---- SUPPLIED MATERIAL

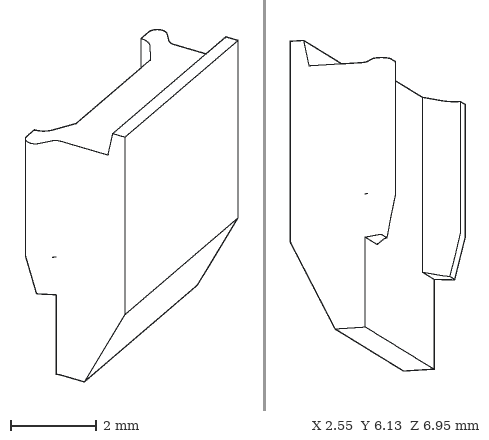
import cadquery as cq
import math

TOTAL_HEIGHT = 6.95
SHELF_Z = 6.33
TAPER_START_Z = 3.175
TIP_Z = 2.15

DEPTH = 2.55
BODY_FRONT_X = 0.695
BEVEL_BOTTOM_X = 1.445
LIP_BASE_X = 2.085
LIP_TOP_X = 2.22

HALF_SPAN = 3.065
BODY_HALF_WIDTH = 2.63
NOSE_RADIUS = 0.235
ROOT_FILLET_END_X = 0.805
ROOT_FILLET_RADIUS = 0.24
FLANK_ANGLE = math.radians(48)
INNER_ANGLE = math.radians(60)
INNER_RADIUS = 0.44
INNER_FRONT_Y = 2.475
INNER_ROOT_Y = 1.725

TIP_FRONT_X = 0.235
TIP_NOSE_RADIUS = 0.052
TIP_HALF_SPAN = 2.83
TIP_FLANK_ANGLE = math.radians(23)
TIP_FLANK_END_X = 0.675
OVERLAP = 0.07


def on_circle(center_x, center_y, radius, angle):
    return (center_x + radius * math.cos(angle), center_y + radius * math.sin(angle))


def root_fillet_point(angle):
    """Point on the concave root fillet, where the wall slopes at the given angle."""
    center_y = BODY_HALF_WIDTH + ROOT_FILLET_RADIUS
    return on_circle(ROOT_FILLET_END_X, center_y, ROOT_FILLET_RADIUS, -math.pi / 2 - angle)


corner_angle = math.asin((ROOT_FILLET_END_X - BODY_FRONT_X) / ROOT_FILLET_RADIUS)
body_corner = root_fillet_point(corner_angle)
fillet_mid_lower = root_fillet_point(corner_angle / 2)
fillet_end = root_fillet_point(0)


def make_body():
    corner_x, corner_y = body_corner
    mid_x, mid_y = fillet_mid_lower
    end_x, end_y = fillet_end
    plan = (
        cq.Workplane("XY")
        .moveTo(corner_x, -corner_y)
        .lineTo(corner_x, corner_y)
        .threePointArc((mid_x, mid_y), (end_x, end_y))
        .lineTo(DEPTH, end_y)
        .lineTo(DEPTH, -end_y)
        .lineTo(end_x, -end_y)
        .threePointArc((mid_x, -mid_y), (corner_x, -corner_y))
        .close()
        .extrude(TOTAL_HEIGHT)
    )
    side = (
        cq.Workplane("XZ")
        .polyline([
            (BODY_FRONT_X, 0),
            (BEVEL_BOTTOM_X, 0),
            (DEPTH, TIP_Z),
            (DEPTH, TOTAL_HEIGHT),
            (LIP_TOP_X, TOTAL_HEIGHT),
            (LIP_BASE_X, SHELF_Z),
            (BODY_FRONT_X, SHELF_Z),
        ])
        .close()
        .extrude(HALF_SPAN, both=True)
    )
    return plan.intersect(side)


def make_straight_wing():
    """Full-height wing: rounded nose, sloped outer flank and hollow inner flank."""
    nose_y = HALF_SPAN - NOSE_RADIUS
    nose_end_angle = math.pi / 2 - FLANK_ANGLE
    nose_mid_angle = (math.pi + nose_end_angle) / 2
    inner_center_y = INNER_FRONT_Y - INNER_RADIUS
    inner_end = on_circle(0, inner_center_y, INNER_RADIUS, math.pi / 2 - INNER_ANGLE)
    inner_mid = on_circle(0, inner_center_y, INNER_RADIUS, (math.pi - INNER_ANGLE) / 2)
    return (
        cq.Workplane("XY", origin=(0, 0, TIP_Z))
        .moveTo(0, INNER_FRONT_Y)
        .lineTo(0, nose_y)
        .threePointArc(
            on_circle(NOSE_RADIUS, nose_y, NOSE_RADIUS, nose_mid_angle),
            on_circle(NOSE_RADIUS, nose_y, NOSE_RADIUS, nose_end_angle),
        )
        .lineTo(*root_fillet_point(FLANK_ANGLE))
        .threePointArc(root_fillet_point(FLANK_ANGLE / 2), fillet_end)
        .lineTo(ROOT_FILLET_END_X, INNER_ROOT_Y)
        .lineTo(BODY_FRONT_X, INNER_ROOT_Y)
        .lineTo(*inner_end)
        .threePointArc(inner_mid, (0, INNER_FRONT_Y))
        .close()
        .extrude(SHELF_Z - TIP_Z)
    )


def taper_section(height, front_x, half_span, radius, flank_angle, flank_end):
    """Closed wire of the outer skin of the tip at one height."""
    center = (front_x + radius, half_span - radius)
    nose_end_angle = math.pi / 2 - flank_angle
    nose_mid_angle = (math.pi + nose_end_angle) / 2
    return (
        cq.Workplane("XY", origin=(0, 0, height))
        .moveTo(front_x, INNER_ROOT_Y)
        .lineTo(front_x, center[1])
        .threePointArc(
            on_circle(*center, radius, nose_mid_angle),
            on_circle(*center, radius, nose_end_angle),
        )
        .lineTo(*flank_end)
        .lineTo(*body_corner)
        .lineTo(BODY_FRONT_X + OVERLAP, BODY_HALF_WIDTH)
        .lineTo(BODY_FRONT_X + OVERLAP, INNER_ROOT_Y)
        .close()
        .wire()
        .val()
    )


def make_wing():
    """Wing whose lower end is trimmed on the front and outer sides, not the inner one."""
    wing = make_straight_wing()
    upper = taper_section(
        TAPER_START_Z, 0, HALF_SPAN, NOSE_RADIUS, FLANK_ANGLE, root_fillet_point(FLANK_ANGLE)
    )
    lower = taper_section(
        TIP_Z, TIP_FRONT_X, TIP_HALF_SPAN, TIP_NOSE_RADIUS, TIP_FLANK_ANGLE,
        (TIP_FLANK_END_X, body_corner[1]),
    )
    taper = cq.Workplane(cq.Solid.makeLoft([lower, upper], True))
    straight_zone = (
        cq.Workplane("XY", origin=(0, 0, TAPER_START_Z))
        .rect(2 * DEPTH, 2 * HALF_SPAN)
        .extrude(TOTAL_HEIGHT - TAPER_START_Z)
    )
    tip = wing.intersect(taper)
    return wing.intersect(straight_zone).union(tip)


wing = make_wing()
result = make_body().union(wing).union(wing.mirror("XZ")).clean()

--------

**WORK INSTRUCTIONS**
Looking at the listing above, count each line that contains the word "moveTo" and write the number with nothing else.

**FINISHED EXERCISE**
3